Stored dataset items:
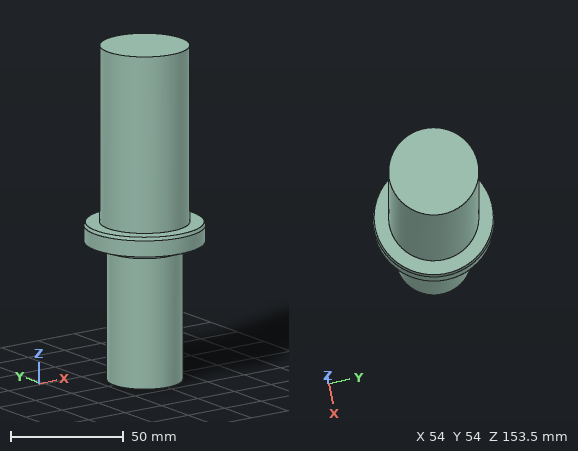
import cadquery as cq

total_length = 153.5
lower_diameter = 34.0
upper_diameter = 40.0
collar_diameter = 54.0

lower_length = 60.0
collar_height = 12.5
cone_height = 3.5

bevel_width = 0.6
bevel_height = 1.5

lower_radius = lower_diameter / 2
upper_radius = upper_diameter / 2
collar_radius = collar_diameter / 2
cone_top = lower_length + cone_height
collar_top = lower_length + collar_height

half_profile = (
    cq.Workplane("XZ")
    .moveTo(0, 0)
    .lineTo(lower_radius, 0)
    .lineTo(lower_radius, lower_length)
    .lineTo(collar_radius, cone_top)
    .lineTo(collar_radius, collar_top - bevel_height)
    .lineTo(collar_radius - bevel_width, collar_top)
    .lineTo(upper_radius, collar_top)
    .lineTo(upper_radius, total_length)
    .lineTo(0, total_length)
    .close()
)

result = half_profile.revolve(360, (0, 0, 0), (0, 1, 0))

▶ [Problem]:
Repeat the records above exactly, leaving out any pictures they contain.

▶ [Written reply]:
import cadquery as cq

total_length = 153.5
lower_diameter = 34.0
upper_diameter = 40.0
collar_diameter = 54.0

lower_length = 60.0
collar_height = 12.5
cone_height = 3.5

bevel_width = 0.6
bevel_height = 1.5

lower_radius = lower_diameter / 2
upper_radius = upper_diameter / 2
collar_radius = collar_diameter / 2
cone_top = lower_length + cone_height
collar_top = lower_length + collar_height

half_profile = (
    cq.Workplane("XZ")
    .moveTo(0, 0)
    .lineTo(lower_radius, 0)
    .lineTo(lower_radius, lower_length)
    .lineTo(collar_radius, cone_top)
    .lineTo(collar_radius, collar_top - bevel_height)
    .lineTo(collar_radius - bevel_width, collar_top)
    .lineTo(upper_radius, collar_top)
    .lineTo(upper_radius, total_length)
    .lineTo(0, total_length)
    .close()
)

result = half_profile.revolve(360, (0, 0, 0), (0, 1, 0))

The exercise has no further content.